Friday, December 04, 2015

Advent Sock Day 4

FL woke at 2.30am in agony.  I gave him a top up morphine pill that saw him through to 5am when I managed to get him up.  He then slept bent over the kitchen table - the most comfortable position for a Myeloma sufferer, I am told.
This morning I managed to arrange a house call from his GP.  She is going to talk to the hospital about a short stay in the local hospice to get his pain under control, as he is suffering to an unacceptable level.  She also took a blood sample to check his white and red cell counts, in case he needs a blood transfusion sooner rather than later. 
I administered half a satsuma and a tin of ravioli.  No point in having a battle over broccoli when he doesn't want to eat at all.


Continue sock A by knitting 4 rounds with a color determined by the year you joined Ravelry.
2007-2008 - Red
I was an early adopter, and joined Ravelry when it was still "beta".

I worked 4 rows of grey first, in attempt to even up my two socks.  Simple arithmetic is beyond me today, so I can't tell if this is going to work or not.

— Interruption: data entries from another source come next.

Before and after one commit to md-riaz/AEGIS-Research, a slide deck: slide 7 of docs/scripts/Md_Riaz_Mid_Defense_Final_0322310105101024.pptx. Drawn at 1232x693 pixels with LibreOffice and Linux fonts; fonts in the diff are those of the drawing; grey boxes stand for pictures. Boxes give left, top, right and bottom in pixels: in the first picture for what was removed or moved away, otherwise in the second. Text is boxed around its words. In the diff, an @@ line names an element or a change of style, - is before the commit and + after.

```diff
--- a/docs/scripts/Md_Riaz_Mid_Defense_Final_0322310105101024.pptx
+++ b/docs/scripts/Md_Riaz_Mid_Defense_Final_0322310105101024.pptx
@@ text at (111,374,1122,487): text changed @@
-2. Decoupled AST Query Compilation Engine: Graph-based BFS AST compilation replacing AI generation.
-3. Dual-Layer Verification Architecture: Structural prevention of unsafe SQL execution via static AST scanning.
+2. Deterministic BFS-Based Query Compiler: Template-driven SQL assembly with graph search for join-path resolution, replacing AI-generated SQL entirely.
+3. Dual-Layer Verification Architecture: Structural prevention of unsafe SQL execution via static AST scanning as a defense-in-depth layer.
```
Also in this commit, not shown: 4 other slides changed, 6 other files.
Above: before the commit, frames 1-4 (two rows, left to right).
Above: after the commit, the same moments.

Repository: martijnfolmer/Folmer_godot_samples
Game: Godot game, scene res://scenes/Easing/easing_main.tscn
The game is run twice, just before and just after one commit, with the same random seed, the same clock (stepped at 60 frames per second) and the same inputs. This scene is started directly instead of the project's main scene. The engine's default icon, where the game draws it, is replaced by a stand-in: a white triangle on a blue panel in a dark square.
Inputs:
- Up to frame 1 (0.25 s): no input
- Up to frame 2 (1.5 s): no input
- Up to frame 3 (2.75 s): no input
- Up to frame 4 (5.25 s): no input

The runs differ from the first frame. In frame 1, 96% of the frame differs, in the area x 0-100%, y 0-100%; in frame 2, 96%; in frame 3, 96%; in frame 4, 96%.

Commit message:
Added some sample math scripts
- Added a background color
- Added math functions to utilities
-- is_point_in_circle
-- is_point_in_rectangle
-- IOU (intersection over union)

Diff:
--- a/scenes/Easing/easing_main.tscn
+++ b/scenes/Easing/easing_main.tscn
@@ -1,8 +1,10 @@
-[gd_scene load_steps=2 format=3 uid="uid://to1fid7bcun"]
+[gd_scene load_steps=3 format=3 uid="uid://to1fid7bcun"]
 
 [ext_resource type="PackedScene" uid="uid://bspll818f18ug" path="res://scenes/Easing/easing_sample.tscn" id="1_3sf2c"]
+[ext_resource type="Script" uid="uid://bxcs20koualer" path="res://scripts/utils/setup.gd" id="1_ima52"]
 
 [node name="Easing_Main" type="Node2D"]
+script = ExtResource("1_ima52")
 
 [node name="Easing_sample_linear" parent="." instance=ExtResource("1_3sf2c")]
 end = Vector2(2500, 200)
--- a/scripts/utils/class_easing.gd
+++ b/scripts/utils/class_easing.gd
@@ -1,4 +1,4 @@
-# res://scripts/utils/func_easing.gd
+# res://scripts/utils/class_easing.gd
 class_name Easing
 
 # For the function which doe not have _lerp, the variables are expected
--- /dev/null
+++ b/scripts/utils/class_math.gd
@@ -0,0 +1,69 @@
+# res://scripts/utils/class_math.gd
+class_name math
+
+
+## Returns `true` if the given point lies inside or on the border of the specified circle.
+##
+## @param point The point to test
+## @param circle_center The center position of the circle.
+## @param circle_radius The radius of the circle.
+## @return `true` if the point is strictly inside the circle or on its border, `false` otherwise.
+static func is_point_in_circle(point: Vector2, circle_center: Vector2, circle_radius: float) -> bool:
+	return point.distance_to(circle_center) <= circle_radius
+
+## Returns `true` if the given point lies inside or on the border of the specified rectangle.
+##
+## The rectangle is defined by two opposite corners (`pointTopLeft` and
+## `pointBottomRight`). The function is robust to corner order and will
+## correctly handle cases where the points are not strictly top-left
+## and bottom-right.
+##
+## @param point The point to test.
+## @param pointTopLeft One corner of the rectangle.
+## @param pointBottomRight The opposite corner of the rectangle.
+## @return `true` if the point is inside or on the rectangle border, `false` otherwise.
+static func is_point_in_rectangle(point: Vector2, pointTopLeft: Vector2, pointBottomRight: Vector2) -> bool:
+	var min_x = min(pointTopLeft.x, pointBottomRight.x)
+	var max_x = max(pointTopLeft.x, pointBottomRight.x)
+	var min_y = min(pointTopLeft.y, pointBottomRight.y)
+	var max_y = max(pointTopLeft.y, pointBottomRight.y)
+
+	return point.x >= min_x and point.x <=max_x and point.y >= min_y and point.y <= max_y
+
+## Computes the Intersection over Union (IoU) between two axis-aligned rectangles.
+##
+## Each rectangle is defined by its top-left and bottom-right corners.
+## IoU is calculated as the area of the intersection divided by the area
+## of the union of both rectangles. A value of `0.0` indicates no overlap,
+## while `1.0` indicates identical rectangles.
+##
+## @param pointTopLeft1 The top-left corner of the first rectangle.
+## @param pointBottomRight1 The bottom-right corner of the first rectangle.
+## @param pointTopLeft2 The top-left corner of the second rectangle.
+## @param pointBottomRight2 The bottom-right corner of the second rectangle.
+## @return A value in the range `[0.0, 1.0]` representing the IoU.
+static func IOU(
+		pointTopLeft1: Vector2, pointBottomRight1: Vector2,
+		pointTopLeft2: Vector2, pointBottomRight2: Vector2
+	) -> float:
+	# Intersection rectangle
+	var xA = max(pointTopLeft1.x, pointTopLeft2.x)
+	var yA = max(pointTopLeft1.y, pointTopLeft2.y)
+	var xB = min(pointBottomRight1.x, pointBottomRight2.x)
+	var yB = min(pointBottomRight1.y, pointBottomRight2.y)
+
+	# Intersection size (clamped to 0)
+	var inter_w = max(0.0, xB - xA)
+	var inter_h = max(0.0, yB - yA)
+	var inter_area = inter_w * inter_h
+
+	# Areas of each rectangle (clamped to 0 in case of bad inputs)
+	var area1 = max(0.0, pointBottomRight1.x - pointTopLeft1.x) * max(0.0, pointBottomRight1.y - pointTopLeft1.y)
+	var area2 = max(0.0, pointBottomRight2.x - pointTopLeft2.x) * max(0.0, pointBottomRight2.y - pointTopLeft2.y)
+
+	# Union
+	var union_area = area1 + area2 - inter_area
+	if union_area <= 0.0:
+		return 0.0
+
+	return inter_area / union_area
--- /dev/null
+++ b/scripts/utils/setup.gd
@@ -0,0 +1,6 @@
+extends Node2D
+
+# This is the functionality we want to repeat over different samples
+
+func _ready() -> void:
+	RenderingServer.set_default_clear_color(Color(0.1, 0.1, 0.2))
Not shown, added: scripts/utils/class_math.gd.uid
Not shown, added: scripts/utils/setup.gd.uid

Thank you so much for all your kind words and cheer-leading.
There isn't anything anyone can do.  But thank you for asking :)

24 comments:

Cherie said...

Blessings to you, Roo.

Emma said...

Please accept my virtual love and {{{hugs}}}. I hope that FL is controlled, one way or another. You are both in my thoughts.

Did I say "crap"?!

Mairead Hardy said...

Bugger... Sending hugs and positive vibes that they can get some suitable pain relief for FL. You will both be better for it.

Socks are looking good!

Aara said...

Prayers for peace and freedom from pain.

MCKGJK said...

I'm a long term follower of your blog but I'm not sure I've commented before. But I wanted to say hello today. It's heartbreaking to hear these latest developments, even though I don't "know" you or FL in real life. I wish there was something someone could do to flick a switch and make things better. Seeing as that's not possible, I hope that knowing that others around you are sending you lots and lots of love, whether you know them or not, helps a tiny tiny bit.

K.Line said...

I'm giving you all my positive vibes for getting the pain under control. Pain is so shitty (to understate it ridiculously).

MaryinTN said...

Huggs and positive mojo to you and FL!!

Taran said...

I'm so sorry. I hope they can do something for his pain.

Jodie said...

There are no words, really, Roo. Know that I and your many followers (known or not) are wishing for peace and strength for you. I hope that our care gives you even the smallest amount of comfort. Take care of yourself

Cazz said...

((Hugs))

Knitlass said...

Hope you both manage over the weekend - with pain and sleep. Knitting keeps us going.

Saffi said...

Thinking of you both this weekend.

Saffi said...

Thinking of you both this weekend.

Lizzi said...

Keep doing what you do.

Tinned ravioli? I haven’t had that in years - quite put me in the mood.
x

poppyinstitches said...

thinking of you, sending lots of love x

not had tinned ravioli for ever so long, sounds like a perfect supper after work tonight!

Fiona said...

A rare commenter here, but I love your posts. This one is tinged with sadness, but "in sickness and in health" you are doing your best to support FL. Well done for finding the strength to share.

Carmen Bouchard said...

May the Force be with you both. Thinking of you doesn't feel quite enough.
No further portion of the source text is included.